Oui, mais c'est très rare : dans le manuel, il est conseiller de n'éteindre qu'en cas de non utilisation pendant plusieurs jours.
En suspension d'activité, l moindre action sur le système (touche, périphérique) fait redémarrer la soufflerie. J'en ai fait l'experience cette nuit alors que je voulais éteindre la lumière de mon imprimante !


----------



## Anonyme (10 Mai 2004)

Ya aucun autre moyen?? le bouton du coté, il est derrière les prises non? ya même pas de bouton sur le devant? le voyan qui pulse, c'est pas une zone tactile?


----------



## Anonyme (10 Mai 2004)

Non, mais peu importe, depuis que je l'ai je n'ai pressé qu'une fois sur ce bouton...


----------



## Anonyme (10 Mai 2004)

FredericMoreau a dit:
			
		

> Non, mais peu importe, depuis que je l'ai je n'ai pressé qu'une fois sur ce bouton...

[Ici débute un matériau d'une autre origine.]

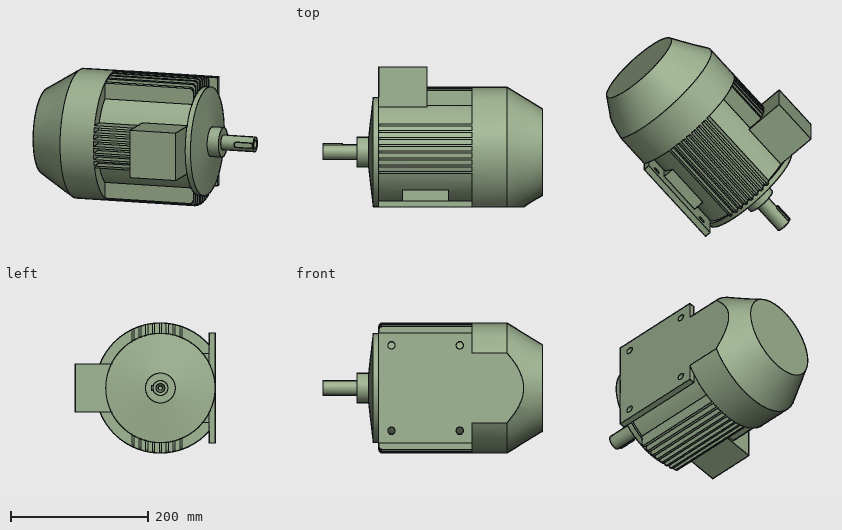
import cadquery as cq

TOTAL_LENGTH = 320.5
HUB_START = 49.5
CONE_START = 66.7
FLANGE_START = 73.5
FRAME_START = 81.5
COVER_START = 217.3
TAPER_START = 268.5

SHAFT_RADIUS = 11.0
HUB_RADIUS = 21.8
FLANGE_RADIUS = 79.8
CORE_RADIUS = 74.7
COVER_DIAMETER = 190.0
COVER_RADIUS = COVER_DIAMETER / 2
COVER_END_RADIUS = 63.0

CENTRE_MOUTH_RADIUS = 6.5
CENTRE_SEAT_RADIUS = 5.0
CENTRE_BORE_RADIUS = 3.2
CENTRE_SEAT_START = 4.8
CENTRE_BORE_START = 8.0
CENTRE_BORE_END = 19.2
CENTRE_TIP = 21.0

KEY_LENGTH = 28.5
KEY_WIDTH = 7.7
KEY_TOP = 12.8
KEY_BOTTOM = 8.0

FIN_POSITIONS = range(-3, 5)
SIDE_FIN_POSITIONS = range(-3, 4)
FIN_ROW_SPAN = 70.0
FIN_PITCH = FIN_ROW_SPAN / (len(FIN_POSITIONS) - 1)
FIN_THICKNESS = 3.0
FIN_CORNER_RADIUS = 5.8

BOX_SIDE = 70.5
BOX_TOP = 124.5

FOOT_FACE = -80.0
FOOT_THICKNESS = 9.0
FOOT_WIDTH = 161.0
HOLE_DIAMETER = 10.5
HOLE_SPACING_X = 99.7
HOLE_SPACING_Z = 124.5
HOLE_START = 100.0

PAD_START = 116.0
PAD_LENGTH = 67.3
PAD_WIDTH = 101.3


def box(x, y, z):
    """Box spanning the given (low, high) ranges."""
    size = [high - low for low, high in (x, y, z)]
    return cq.Workplane("XY").box(*size, centered=False).translate((x[0], y[0], z[0]))


def turned(profile):
    """Revolve an (axial position, radius) outline about the motor axis."""
    return cq.Workplane("XY").polyline(profile).close().revolve(360, (0, 0, 0), (1, 0, 0))


def make_front_end():
    """Shaft, hub, conical end shield and core as one turned piece."""
    return turned([
        (0, 0),
        (0, SHAFT_RADIUS),
        (HUB_START, SHAFT_RADIUS),
        (HUB_START, HUB_RADIUS),
        (CONE_START, HUB_RADIUS),
        (FLANGE_START, FLANGE_RADIUS),
        (FRAME_START, FLANGE_RADIUS),
        (FRAME_START, CORE_RADIUS),
        (COVER_START, CORE_RADIUS),
        (COVER_START, 0),
    ])


def make_cover():
    """Fan cover, tapered at the rear and cut flat at the foot face."""
    cover = turned([
        (COVER_START, 0),
        (COVER_START, COVER_RADIUS),
        (TAPER_START, COVER_RADIUS),
        (TOTAL_LENGTH, COVER_END_RADIUS),
        (TOTAL_LENGTH, 0),
    ])
    across = (-COVER_RADIUS, COVER_RADIUS)
    return cover.intersect(box((COVER_START, TOTAL_LENGTH), (FOOT_FACE, COVER_RADIUS), across))


def fin_span(position):
    """Low and high faces of the fin at a given pitch position."""
    middle = position * FIN_PITCH
    return (middle - FIN_THICKNESS / 2, middle + FIN_THICKNESS / 2)


def make_fins():
    """Fins above and below the core, and a shorter row on the +Y side."""
    corner_x = FRAME_START + FIN_CORNER_RADIUS
    corner_radius = COVER_RADIUS - FIN_CORNER_RADIUS
    envelope = (
        cq.Workplane("XY")
        .moveTo(FRAME_START, 0)
        .lineTo(FRAME_START, corner_radius)
        .radiusArc((corner_x, COVER_RADIUS), FIN_CORNER_RADIUS)
        .lineTo(COVER_START, COVER_RADIUS)
        .lineTo(COVER_START, 0)
        .close()
        .revolve(360, (0, 0, 0), (1, 0, 0))
    )
    length = (FRAME_START, COVER_START)
    blades = cq.Workplane("XY")
    for position in FIN_POSITIONS:
        blades = blades.add(box(length, fin_span(position), (-COVER_RADIUS, COVER_RADIUS)))
    for position in SIDE_FIN_POSITIONS:
        blades = blades.add(box(length, (0, COVER_RADIUS), fin_span(position)))
    return blades.combine().intersect(envelope)


def make_terminal_box():
    """Square terminal box standing on the +Y side of the core."""
    half = BOX_SIDE / 2
    return box((FRAME_START, FRAME_START + BOX_SIDE), (0, BOX_TOP), (-half, half))


def make_foot():
    """Drilled foot plate with the pad that joins it to the core."""
    half = FOOT_WIDTH / 2
    plate_top = FOOT_FACE + FOOT_THICKNESS
    plate = box((FRAME_START, COVER_START), (FOOT_FACE, plate_top), (-half, half))
    for x in (HOLE_START, HOLE_START + HOLE_SPACING_X):
        for z in (-HOLE_SPACING_Z / 2, HOLE_SPACING_Z / 2):
            drill = cq.Workplane("XZ", origin=(x, plate_top, z)).circle(HOLE_DIAMETER / 2)
            plate = plate.cut(drill.extrude(FOOT_THICKNESS))
    pad_half = PAD_WIDTH / 2
    pad = box((PAD_START, PAD_START + PAD_LENGTH), (FOOT_FACE, 0), (-pad_half, pad_half))
    return plate.union(pad)


def make_key():
    """Round-ended shaft key on the +Y side of the shaft."""
    return (
        cq.Workplane("XZ", origin=(KEY_LENGTH / 2, KEY_TOP, 0))
        .slot2D(KEY_LENGTH, KEY_WIDTH)
        .extrude(KEY_TOP - KEY_BOTTOM)
    )


def make_centre_hole():
    """Centre hole with a flared mouth, a conical seat, a bore and a pointed bottom."""
    return turned([
        (0, 0),
        (0, CENTRE_MOUTH_RADIUS),
        (CENTRE_SEAT_START, CENTRE_SEAT_RADIUS),
        (CENTRE_BORE_START, CENTRE_BORE_RADIUS),
        (CENTRE_BORE_END, CENTRE_BORE_RADIUS),
        (CENTRE_TIP, 0),
    ])


result = (
    make_front_end()
    .union(make_cover())
    .union(make_fins())
    .union(make_terminal_box())
    .union(make_foot())
    .union(make_key())
    .cut(make_centre_hole())
)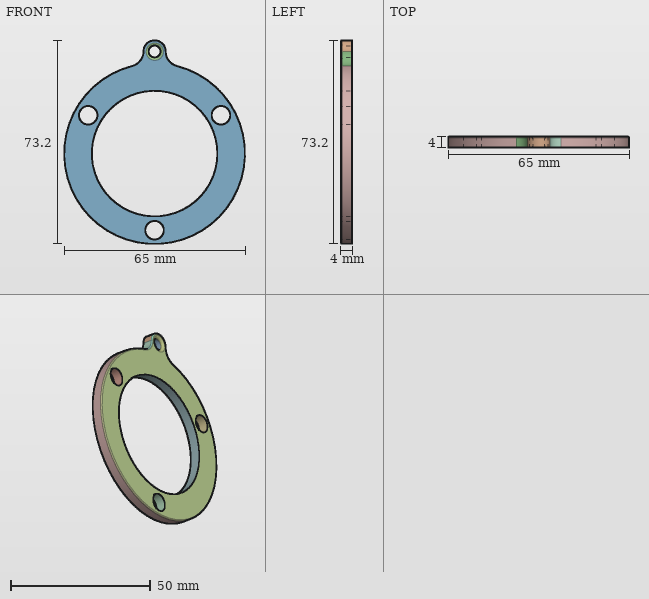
import cadquery as cq
import math

overall_height = 73.2
thickness = 4.0
disc_radius = 32.5
bore_diameter = 45.0
screw_hole_diameter = 6.6
screw_circle_radius = 27.5
screw_hole_angles = (30, 150, 270)
lug_radius = 4.0
eye_diameter = 4.2
eye_rounding = 1.0
back_rounding = 0.45

lug_height = overall_height - disc_radius - lug_radius

neck_radius = (lug_height**2 + lug_radius**2 - disc_radius**2) / (2 * (disc_radius - lug_radius))
neck_center_x = lug_radius + neck_radius
neck_angle = math.atan2(lug_height, neck_center_x)
foot_x = disc_radius * math.cos(neck_angle)
foot_z = disc_radius * math.sin(neck_angle)
neck_mid_angle = (math.pi + neck_angle + math.pi) / 2
neck_mid_x = neck_center_x + neck_radius * math.cos(neck_mid_angle)
neck_mid_z = lug_height + neck_radius * math.sin(neck_mid_angle)


def make_body():
    """Disc with a blended lug, front face at y = 0 and rounded around the back face."""
    body = (
        cq.Workplane("XZ")
        .moveTo(foot_x, foot_z)
        .threePointArc((0, -disc_radius), (-foot_x, foot_z))
        .threePointArc((-neck_mid_x, neck_mid_z), (-lug_radius, lug_height))
        .threePointArc((0, lug_height + lug_radius), (lug_radius, lug_height))
        .threePointArc((neck_mid_x, neck_mid_z), (foot_x, foot_z))
        .close()
        .extrude(-thickness)
    )
    return body.faces(">Y").edges().fillet(back_rounding)


def make_cylinder(x, z, diameter):
    """Cutter through the full thickness."""
    return cq.Workplane("XZ").center(x, z).circle(diameter / 2).extrude(-thickness)


def make_eye():
    """Cutter for the lug hole, with both of its mouths rounded outward."""
    eye_radius = eye_diameter / 2
    mouth_radius = eye_radius + eye_rounding
    arc_offset = eye_rounding * (1 - math.sqrt(0.5))
    return (
        cq.Workplane("XY")
        .lineTo(mouth_radius, 0)
        .threePointArc((eye_radius + arc_offset, arc_offset), (eye_radius, eye_rounding))
        .lineTo(eye_radius, thickness - eye_rounding)
        .threePointArc((eye_radius + arc_offset, thickness - arc_offset), (mouth_radius, thickness))
        .lineTo(0, thickness)
        .close()
        .revolve(360, (0, 0), (0, 1))
        .translate((0, 0, lug_height))
    )


result = make_body().cut(make_cylinder(0, 0, bore_diameter)).cut(make_eye())
for angle in screw_hole_angles:
    hole_x = screw_circle_radius * math.cos(math.radians(angle))
    hole_z = screw_circle_radius * math.sin(math.radians(angle))
    result = result.cut(make_cylinder(hole_x, hole_z, screw_hole_diameter))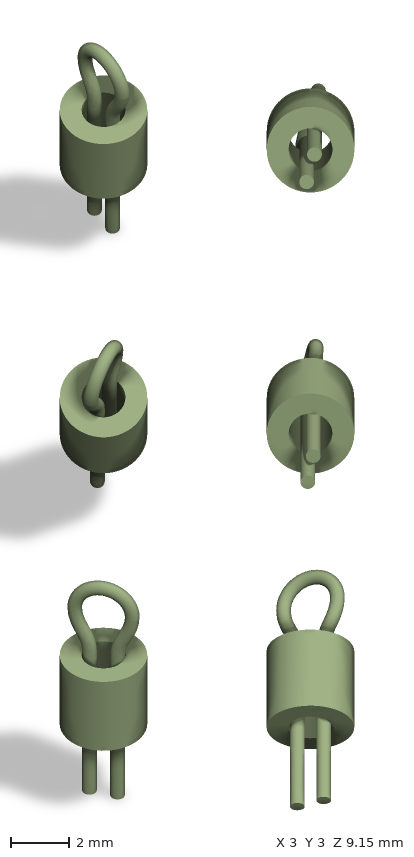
import cadquery as cq

overall_height = 9.15
sleeve_diameter = 3.0
sleeve_height = 3.0
bore_diameter = 1.5
wire_diameter = 0.5
lead_length = 3.0
lead_rise = 0.055
loop_outer_radius = 1.27

wire_radius = wire_diameter / 2
lead_offset = bore_diameter / 2 - wire_radius
bend_start = lead_length + sleeve_height + lead_rise
loop_radius = loop_outer_radius - wire_radius
loop_center = overall_height - loop_outer_radius


def make_sleeve():
    """Plain cylinder with a through bore."""
    return (
        cq.Workplane("XY", origin=(0, 0, lead_length))
        .circle(sleeve_diameter / 2)
        .circle(bore_diameter / 2)
        .extrude(sleeve_height)
    )


def make_wire():
    """Round wire: two straight leads joined by a flared loop in the XZ plane."""
    centerline = (
        cq.Workplane("XZ")
        .moveTo(-lead_offset, 0)
        .lineTo(-lead_offset, bend_start)
        .spline([(-loop_radius, loop_center)], tangents=[(0, 1), (0, 1)], includeCurrent=True)
        .threePointArc((0, overall_height - wire_radius), (loop_radius, loop_center))
        .spline([(lead_offset, bend_start)], tangents=[(0, -1), (0, -1)], includeCurrent=True)
        .lineTo(lead_offset, 0)
    )
    return cq.Workplane("XY", origin=(-lead_offset, 0, 0)).circle(wire_radius).sweep(centerline)


sleeve = make_sleeve()
wire = make_wire()

result = cq.Compound.makeCompound([sleeve.val(), wire.val()])

pas mal....ça veut dire que tu ne l'as jamais forcé à s'éteindre... depuis combien de temps?

(j'imagine que tu as du le redémarrer quand même un certain nombre de fois, ne serait-ce que pour les mises à jours...)


----------



## Anonyme (10 Mai 2004)

Depuis vendredi  
	

	
	
		
		

		
		
	


	







C'était juste pour dire qu'Apple ne recommande pas du tout de l'utiliser et que la nuit dans mon F1 j'ai une magnifique veilleuse made in Apple...


----------



## nicogala (11 Mai 2004)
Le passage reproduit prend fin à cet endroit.